Requirement
Reproduce exactly the lines below from the one containing "owner else 92.0" through the one containing "texture_size * scale", including both, and nothing else.

Provided material
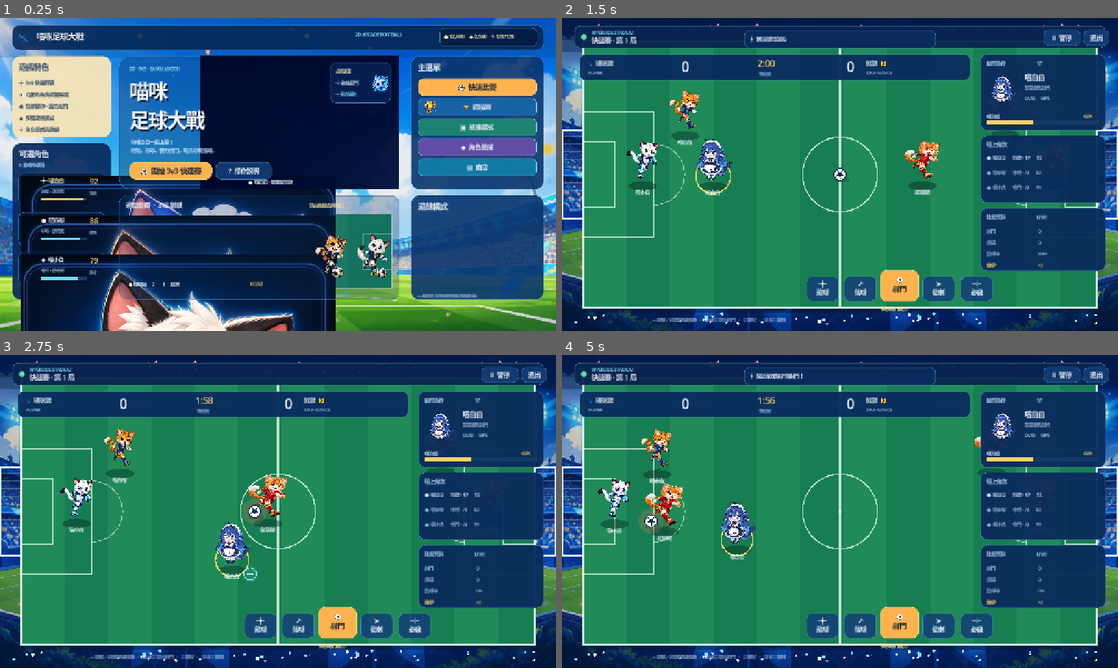
Above: before the commit, frames 1-4 (two rows, left to right).
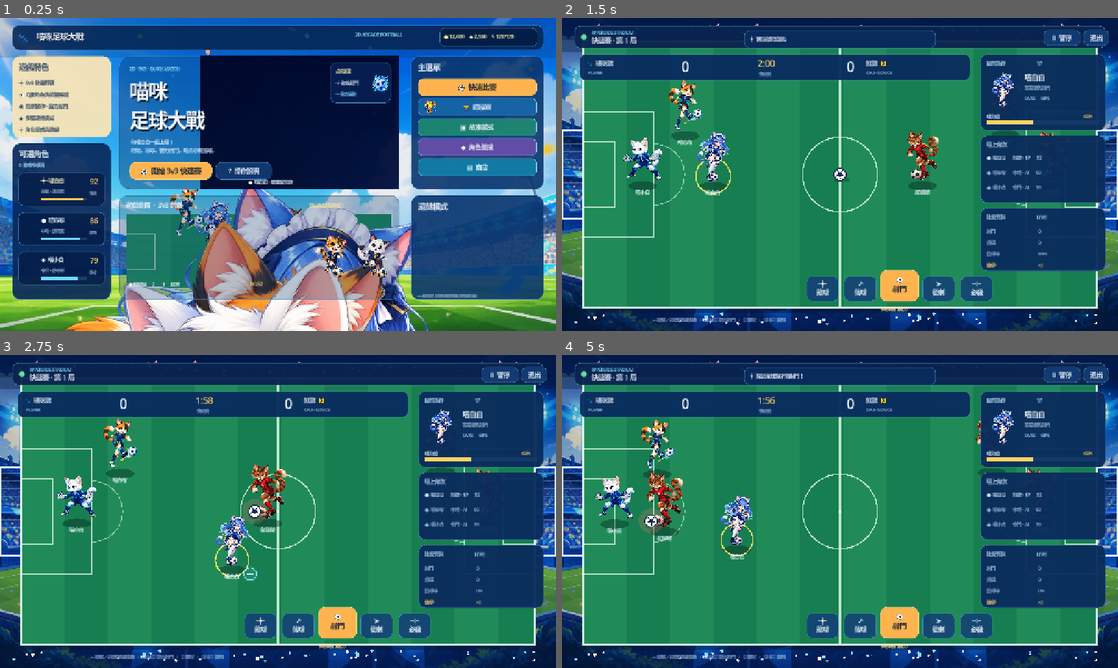
Above: after the commit, the same moments.

Repository: huang1988pioneer/Soccer
Game: Godot game, scene res://Main.tscn
Same seed, same stepped clock (60 frames per second), same inputs: the game is played once before the commit and once after it.
Inputs (mouse positions are in pixels of both pictures, inside the frame that each line leads up to):
- Up to frame 1 (0.25 s): no input
- Up to frame 2 (1.5 s): click "⚽ 開始 3v3 快速賽" at 0.5 s; tap Enter at 1.25 s; move the mouse to (962, 158) at 1.27 s; hold D from 1.28 s (still down); tap E at 1.35 s; click (962, 158) at 1.42 s
- Up to frame 3 (2.75 s): tap Space at 1.52 s; release D at 2 s; drag from (166, 527) to (250, 574) at 2.02 s
- Up to frame 4 (5 s): move the mouse to (895, 442) at 2.77 s; hold D 2.78-3.5 s; tap R at 2.85 s; drag from (812, 574) to (673, 464) at 3.52 s; move the mouse to (1006, 558) at 4.27 s; hold A from 4.28 s (still down); tap E at 4.35 s; tap Space at 4.52 s

The runs differ from the first frame. In frame 1, 29% of the frame differs, in the area x 3-78%, y 50-100%; in frame 2, 2.5%; in frame 3, 2.6%; in frame 4, 2.7%.

Commit message:
feat: add generated character sprites

Diff:
--- a/main.gd
+++ b/main.gd
@@ -15,12 +15,13 @@
 var menu_background_texture: Texture2D = preload("res://assets/generated/menu-stadium-background-v2.png")
 var hero_action_texture: Texture2D = preload("res://assets/generated/hero-action-v2.png")
 var teammates_texture: Texture2D = preload("res://assets/generated/cat-teammates-v2.png")
-var calico_player_texture: Texture2D = preload("res://assets/generated/calico-player-v2.png")
-var white_player_texture: Texture2D = preload("res://assets/generated/white-player-v2.png")
+var captain_player_texture: Texture2D = preload("res://assets/generated/character-maid-captain-v1.png")
+var calico_player_texture: Texture2D = preload("res://assets/generated/character-calico-midfielder-v1.png")
+var white_player_texture: Texture2D = preload("res://assets/generated/character-white-goalkeeper-v1.png")
 var special_shot_texture: Texture2D = preload("res://assets/generated/special-shot-v2.png")
 var goal_effect_texture: Texture2D = preload("res://assets/generated/goal-effect-v2.png")
 var match_background_texture: Texture2D = preload("res://assets/generated/match-stadium-background-v2.png")
-var red_player_texture: Texture2D = preload("res://assets/generated/red-player-v2.png")
+var red_player_texture: Texture2D = preload("res://assets/generated/character-red-rival-v1.png")
 var goalkeeper_dive_texture: Texture2D = preload("res://assets/generated/goalkeeper-dive-v2.png")
 var trophy_texture: Texture2D = preload("res://assets/generated/trophy-badge-v2.png")
 var menu_hero_team_texture: Texture2D = preload("res://assets/generated/menu-hero-team-v3.png")
@@ -353,16 +354,13 @@
 	var ratings := ["92", "86", "79"]
 	for i in range(roster.size()):
 		var row := _panel(roster_panel, Rect2(14, 68 + i * 91, 200, 76), Color("#031a43", .72), 12)
-		var strip_size: Vector2 = roster_portrait_strip_texture.get_size()
 		var portrait := TextureRect.new()
-		var portrait_atlas := AtlasTexture.new()
-		portrait_atlas.atlas = roster_portrait_strip_texture
-		portrait_atlas.region = Rect2(strip_size.x / 3.0 * float(i), 0.0, strip_size.x / 3.0, strip_size.y)
-		portrait.texture = portrait_atlas
+		var roster_textures: Array = [captain_player_texture, calico_player_texture, white_player_texture]
+		portrait.texture = roster_textures[i]
 		portrait.position = Vector2(7, 7)
 		portrait.size = Vector2(39, 60)
 		portrait.expand_mode = TextureRect.EXPAND_IGNORE_SIZE
-		portrait.stretch_mode = TextureRect.STRETCH_KEEP_ASPECT_COVERED
+		portrait.stretch_mode = TextureRect.STRETCH_KEEP_ASPECT_CENTERED
 		portrait.mouse_filter = Control.MOUSE_FILTER_IGNORE
 		row.add_child(portrait)
 		_label(row, roster[i], Vector2(53, 7), Vector2(103, 22), 12, Color("#fff4c4") if i == 0 else text_main)
@@ -502,7 +500,7 @@
 	var captain := _panel(match_ui, Rect2(963, 83, 289, 176), Color("#0a2c5c", .96), 16)
 	_label(captain, "目前操作                         1P", Vector2(14, 10), Vector2(255, 22), 11, Color("#b3d1ed"))
 	var portrait := Sprite2D.new()
-	portrait.texture = mascot_texture
+	portrait.texture = captain_player_texture
 	portrait.position = Vector2(52, 82)
 	portrait.scale = Vector2(.052, .052)
 	portrait.centered = true
@@ -742,7 +740,7 @@
 
 func _build_teams() -> void:
 	players.clear()
-	players.append(_new_player("blue-captain", BLUE, "喵白白", "前鋒", "mascot", 310, 360, 265, true))
+	players.append(_new_player("blue-captain", BLUE, "喵白白", "前鋒", "captain", 310, 360, 265, true))
 	players.append(_new_player("blue-mid", BLUE, "喵布布", "中場", "calico", 236, 235, 224))
 	players.append(_new_player("blue-keeper", BLUE, "喵小白", "守門", "whitecat", 120, 360, 190))
 	players.append(_new_player("red-striker", RED, "紅啵啵", "前鋒", "redcat", 970, 360, 218))
@@ -1275,10 +1273,10 @@
 	draw_arc(Vector2(597, 537), 31.0, 0, TAU, 32, Color("#e9fff0", .7), 2.0)
 	draw_rect(Rect2(292, 496, 66, 82), Color("#e9fff0", .7), false, 2.0)
 	draw_rect(Rect2(836, 496, 66, 82), Color("#e9fff0", .7), false, 2.0)
-	var preview_blue := {"team": BLUE, "kind": "whitecat", "number": 10, "x": 492.0, "y": 532.0}
+	var preview_blue := {"team": BLUE, "kind": "captain", "number": 10, "x": 492.0, "y": 532.0}
 	var preview_blue_2 := {"team": BLUE, "kind": "calico", "number": 8, "x": 430.0, "y": 488.0}
 	var preview_red := {"team": RED, "kind": "redcat", "number": 9, "x": 695.0, "y": 535.0}
-	_draw_generated_player(white_player_texture, Vector2(preview_blue["x"], preview_blue["y"]), true)
+	_draw_generated_player(captain_player_texture, Vector2(preview_blue["x"], preview_blue["y"]), true)
 	_draw_generated_player(calico_player_texture, Vector2(preview_blue_2["x"], preview_blue_2["y"]), false)
 	_draw_generated_player(red_player_texture, Vector2(preview_red["x"], preview_red["y"]), false)
 	draw_circle(Vector2(600, 538), 9.0, Color("#fbfdff"))
@@ -1382,7 +1380,9 @@
 		draw_arc(position + Vector2(0, 3), 38.0 + sin(_now() * 6.0) * 2.0, 0, TAU, 48, Color("#ffe266", .95), 3.0)
 		draw_style_box(_style_box(Color("#fff0a4"), Color.TRANSPARENT, 7), Rect2(position + Vector2(-20, -51), Vector2(40, 17)))
 		draw_string(ThemeDB.fallback_font, position + Vector2(-20, -38), "1P", HORIZONTAL_ALIGNMENT_CENTER, 40, 11, Color("#31548c"))
-	if player["kind"] == "mascot":
+	if player["kind"] == "captain":
+		_draw_generated_player(captain_player_texture, position, owner)
+	elif player["kind"] == "mascot":
 		var sprite_size := Vector2(98, 110) if owner else Vector2(88, 99)
 		draw_texture_rect(mascot_texture, Rect2(position - Vector2(sprite_size.x / 2.0, sprite_size.y * .86), sprite_size), false)
 	elif player["kind"] == "calico":
@@ -1397,7 +1397,11 @@
 
 
 func _draw_generated_player(texture: Texture2D, position: Vector2, owner: bool) -> void:
-	var sprite_size := Vector2(92, 99) if owner else Vector2(84, 91)
+	var max_width := 102.0 if owner else 92.0
+	var max_height := 132.0 if owner else 118.0
+	var texture_size := texture.get_size()
+	var scale := minf(max_width / texture_size.x, max_height / texture_size.y)
+	var sprite_size := texture_size * scale
 	draw_texture_rect(texture, Rect2(position - Vector2(sprite_size.x / 2.0, sprite_size.y * .86), sprite_size), false)
 
 
Binary file added: assets/generated/character-calico-midfielder-v1.png
Not shown, added: assets/generated/character-calico-midfielder-v1.png.import
Binary file added: assets/generated/character-maid-captain-v1.png
Not shown, added: assets/generated/character-maid-captain-v1.png.import
Binary file added: assets/generated/character-red-rival-v1.png
Not shown, added: assets/generated/character-red-rival-v1.png.import
Binary file added: assets/generated/character-white-goalkeeper-v1.png
Not shown, added: assets/generated/character-white-goalkeeper-v1.png.import
Not shown, changed: README.md
Not shown, changed: game.js
Not shown, changed: index.html
Not shown, changed: styles.css

Answer to the exercise
+	var max_width := 102.0 if owner else 92.0
+	var max_height := 132.0 if owner else 118.0
+	var texture_size := texture.get_size()
+	var scale := minf(max_width / texture_size.x, max_height / texture_size.y)
+	var sprite_size := texture_size * scale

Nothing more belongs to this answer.